Ostfeld has been instrumental in documenting the link between biodiversity loss and an increase in Lyme disease. When buffering species like opossum drop out of the landscape, and amplifying species like white-footed mice dominate, humans are more likely to encounter an infected tick.

Mounting evidence supports a protective effect of microbial diversity within our bodies as well. Although the variety of microbial cells in our tissues and their precise roles in disease suppression remain poorly known, the reduction in microbial diversity that accompanies overuse of antibiotics is associated with increases in some diseases.

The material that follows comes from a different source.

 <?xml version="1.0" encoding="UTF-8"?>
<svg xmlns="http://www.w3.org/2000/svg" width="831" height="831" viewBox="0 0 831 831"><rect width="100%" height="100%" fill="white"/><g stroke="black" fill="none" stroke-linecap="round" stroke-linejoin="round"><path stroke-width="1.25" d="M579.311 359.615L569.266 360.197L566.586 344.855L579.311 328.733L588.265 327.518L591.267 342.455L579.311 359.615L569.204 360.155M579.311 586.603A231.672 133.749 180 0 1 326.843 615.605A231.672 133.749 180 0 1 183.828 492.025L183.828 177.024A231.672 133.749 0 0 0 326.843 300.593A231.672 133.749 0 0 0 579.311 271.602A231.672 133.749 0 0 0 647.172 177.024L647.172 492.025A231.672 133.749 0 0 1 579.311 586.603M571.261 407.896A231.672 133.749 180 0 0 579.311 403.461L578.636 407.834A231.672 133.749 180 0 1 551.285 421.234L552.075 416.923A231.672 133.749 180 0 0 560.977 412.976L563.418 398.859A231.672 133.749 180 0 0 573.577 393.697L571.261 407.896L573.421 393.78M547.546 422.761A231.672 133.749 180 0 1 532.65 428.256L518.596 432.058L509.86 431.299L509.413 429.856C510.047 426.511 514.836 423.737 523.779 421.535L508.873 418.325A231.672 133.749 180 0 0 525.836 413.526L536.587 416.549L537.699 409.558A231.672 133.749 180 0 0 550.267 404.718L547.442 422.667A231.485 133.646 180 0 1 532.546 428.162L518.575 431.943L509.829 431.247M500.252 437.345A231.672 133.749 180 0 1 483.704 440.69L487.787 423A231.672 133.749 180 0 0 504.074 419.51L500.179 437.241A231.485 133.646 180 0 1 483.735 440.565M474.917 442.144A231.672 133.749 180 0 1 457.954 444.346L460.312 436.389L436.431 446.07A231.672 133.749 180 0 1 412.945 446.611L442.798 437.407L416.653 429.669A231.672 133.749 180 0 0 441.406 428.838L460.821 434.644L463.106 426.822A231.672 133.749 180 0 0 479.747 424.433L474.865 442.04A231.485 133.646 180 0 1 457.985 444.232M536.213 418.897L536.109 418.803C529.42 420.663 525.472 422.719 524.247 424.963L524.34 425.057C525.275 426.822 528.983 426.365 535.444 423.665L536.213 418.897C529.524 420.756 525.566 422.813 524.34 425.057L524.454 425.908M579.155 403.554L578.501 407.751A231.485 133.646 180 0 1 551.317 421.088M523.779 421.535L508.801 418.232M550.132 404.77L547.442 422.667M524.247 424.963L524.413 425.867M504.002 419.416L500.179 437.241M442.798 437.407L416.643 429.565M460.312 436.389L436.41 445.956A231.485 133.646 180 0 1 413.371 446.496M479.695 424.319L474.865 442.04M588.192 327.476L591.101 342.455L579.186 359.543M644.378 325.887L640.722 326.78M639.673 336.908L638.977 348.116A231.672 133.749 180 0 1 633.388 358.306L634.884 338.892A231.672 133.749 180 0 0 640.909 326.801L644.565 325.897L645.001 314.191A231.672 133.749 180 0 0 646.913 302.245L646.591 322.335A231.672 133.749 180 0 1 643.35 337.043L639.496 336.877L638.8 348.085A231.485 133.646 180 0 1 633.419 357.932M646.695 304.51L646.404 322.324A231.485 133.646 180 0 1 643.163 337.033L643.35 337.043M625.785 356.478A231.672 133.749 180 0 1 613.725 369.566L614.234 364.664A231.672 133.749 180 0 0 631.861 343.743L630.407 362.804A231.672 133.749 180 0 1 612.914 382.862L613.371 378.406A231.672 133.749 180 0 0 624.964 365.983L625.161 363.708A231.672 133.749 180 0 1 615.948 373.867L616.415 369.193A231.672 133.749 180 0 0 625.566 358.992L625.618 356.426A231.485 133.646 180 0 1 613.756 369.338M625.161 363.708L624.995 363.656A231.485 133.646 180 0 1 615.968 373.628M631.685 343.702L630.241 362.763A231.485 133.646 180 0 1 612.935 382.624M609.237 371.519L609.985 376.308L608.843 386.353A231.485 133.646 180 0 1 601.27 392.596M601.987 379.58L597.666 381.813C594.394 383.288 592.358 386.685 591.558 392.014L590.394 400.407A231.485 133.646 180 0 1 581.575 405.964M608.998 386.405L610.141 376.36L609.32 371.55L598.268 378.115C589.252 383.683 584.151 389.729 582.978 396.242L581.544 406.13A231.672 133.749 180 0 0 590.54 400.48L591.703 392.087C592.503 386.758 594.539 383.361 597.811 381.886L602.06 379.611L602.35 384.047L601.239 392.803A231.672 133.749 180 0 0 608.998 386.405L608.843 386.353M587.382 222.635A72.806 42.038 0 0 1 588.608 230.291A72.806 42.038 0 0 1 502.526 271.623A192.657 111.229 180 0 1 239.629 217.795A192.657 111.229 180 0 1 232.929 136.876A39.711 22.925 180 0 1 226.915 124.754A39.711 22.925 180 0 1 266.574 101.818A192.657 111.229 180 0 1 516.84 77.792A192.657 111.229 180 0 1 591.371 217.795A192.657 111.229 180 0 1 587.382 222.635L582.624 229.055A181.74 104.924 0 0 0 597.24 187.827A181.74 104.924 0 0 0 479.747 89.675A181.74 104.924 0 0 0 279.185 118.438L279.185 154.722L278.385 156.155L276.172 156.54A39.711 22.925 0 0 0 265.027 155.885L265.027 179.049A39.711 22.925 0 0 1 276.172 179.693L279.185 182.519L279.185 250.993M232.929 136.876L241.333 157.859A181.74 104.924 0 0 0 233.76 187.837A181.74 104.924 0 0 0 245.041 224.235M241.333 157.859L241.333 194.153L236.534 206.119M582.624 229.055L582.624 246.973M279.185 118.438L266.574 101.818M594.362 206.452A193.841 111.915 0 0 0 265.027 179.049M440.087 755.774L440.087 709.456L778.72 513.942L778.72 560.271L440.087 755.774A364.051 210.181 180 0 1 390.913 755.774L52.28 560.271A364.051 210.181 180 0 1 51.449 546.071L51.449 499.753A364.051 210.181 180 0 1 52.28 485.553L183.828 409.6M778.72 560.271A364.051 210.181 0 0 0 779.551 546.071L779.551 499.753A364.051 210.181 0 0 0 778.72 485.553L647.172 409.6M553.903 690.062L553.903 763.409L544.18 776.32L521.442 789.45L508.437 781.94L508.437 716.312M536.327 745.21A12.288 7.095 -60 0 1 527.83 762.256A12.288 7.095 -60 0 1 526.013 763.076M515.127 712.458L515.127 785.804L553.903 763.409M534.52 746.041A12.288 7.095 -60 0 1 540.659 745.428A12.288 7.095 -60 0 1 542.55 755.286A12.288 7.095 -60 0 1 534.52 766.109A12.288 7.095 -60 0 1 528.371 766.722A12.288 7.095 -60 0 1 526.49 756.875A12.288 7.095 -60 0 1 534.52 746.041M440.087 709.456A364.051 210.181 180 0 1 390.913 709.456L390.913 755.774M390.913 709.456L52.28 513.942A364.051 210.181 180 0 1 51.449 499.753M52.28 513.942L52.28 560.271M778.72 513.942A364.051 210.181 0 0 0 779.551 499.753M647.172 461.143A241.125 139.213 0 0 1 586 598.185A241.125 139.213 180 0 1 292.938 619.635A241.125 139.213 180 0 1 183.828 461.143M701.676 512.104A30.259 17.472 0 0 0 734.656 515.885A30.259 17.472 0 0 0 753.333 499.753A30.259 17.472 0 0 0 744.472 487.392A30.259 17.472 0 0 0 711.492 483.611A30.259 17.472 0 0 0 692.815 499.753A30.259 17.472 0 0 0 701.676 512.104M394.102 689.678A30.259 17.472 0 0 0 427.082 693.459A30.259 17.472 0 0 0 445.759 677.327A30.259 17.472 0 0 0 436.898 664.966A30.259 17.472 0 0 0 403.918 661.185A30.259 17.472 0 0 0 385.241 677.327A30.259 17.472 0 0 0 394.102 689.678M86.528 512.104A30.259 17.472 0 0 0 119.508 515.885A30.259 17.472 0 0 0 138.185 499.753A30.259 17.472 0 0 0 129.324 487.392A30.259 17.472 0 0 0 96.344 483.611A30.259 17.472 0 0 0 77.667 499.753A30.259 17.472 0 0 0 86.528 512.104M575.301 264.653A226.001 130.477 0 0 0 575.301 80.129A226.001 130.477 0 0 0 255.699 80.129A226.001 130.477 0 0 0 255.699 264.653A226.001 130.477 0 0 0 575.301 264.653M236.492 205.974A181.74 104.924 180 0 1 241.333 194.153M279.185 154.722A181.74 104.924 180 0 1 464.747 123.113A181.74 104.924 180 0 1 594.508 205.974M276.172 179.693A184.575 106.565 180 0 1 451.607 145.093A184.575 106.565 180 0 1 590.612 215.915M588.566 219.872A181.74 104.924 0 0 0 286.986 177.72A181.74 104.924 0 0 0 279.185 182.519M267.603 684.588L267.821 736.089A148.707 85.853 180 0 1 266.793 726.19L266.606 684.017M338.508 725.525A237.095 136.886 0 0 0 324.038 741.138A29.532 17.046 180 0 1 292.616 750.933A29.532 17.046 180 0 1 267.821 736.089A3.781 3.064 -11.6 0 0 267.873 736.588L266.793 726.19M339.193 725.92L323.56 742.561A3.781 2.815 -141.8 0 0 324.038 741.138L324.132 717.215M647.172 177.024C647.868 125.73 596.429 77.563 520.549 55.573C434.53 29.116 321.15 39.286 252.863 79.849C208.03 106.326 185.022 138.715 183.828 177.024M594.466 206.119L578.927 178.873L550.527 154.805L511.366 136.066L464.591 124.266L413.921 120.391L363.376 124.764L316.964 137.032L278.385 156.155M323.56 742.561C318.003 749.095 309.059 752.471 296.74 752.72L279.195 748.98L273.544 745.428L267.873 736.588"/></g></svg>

The implications of this paper's conclusions are varied and large. Up until now, environmental solutions to infectious diseases have been sought piecemeal, with each disease assumed to be unique. This study suggests more general solutions. Conservation scientists know how to maintain native biodiversity – protecting natural habitat, preventing invasive species, and slowing climate change are critical. In managed ecosystems it is important to avoid monocultures of plants and livestock. In disease-emergence hotspots like tropical forests, human behaviors can be managed to reduce risk. Both wildlife hunting and land clearing put people in harm's way; these activities can be more tightly controlled to prevent emergence and spread of new epidemics.

Bottom line, says Ostfeld: "We can best preserve biodiversity by preserving habitat." Recognizing that conservation isn't just an abstract value but rather is a condition essential to fostering human health, the imperatives to pursue it become even stronger. "The protective effect of biodiversity is clear enough that we need to implement policies to preserve it now," notes Keesing.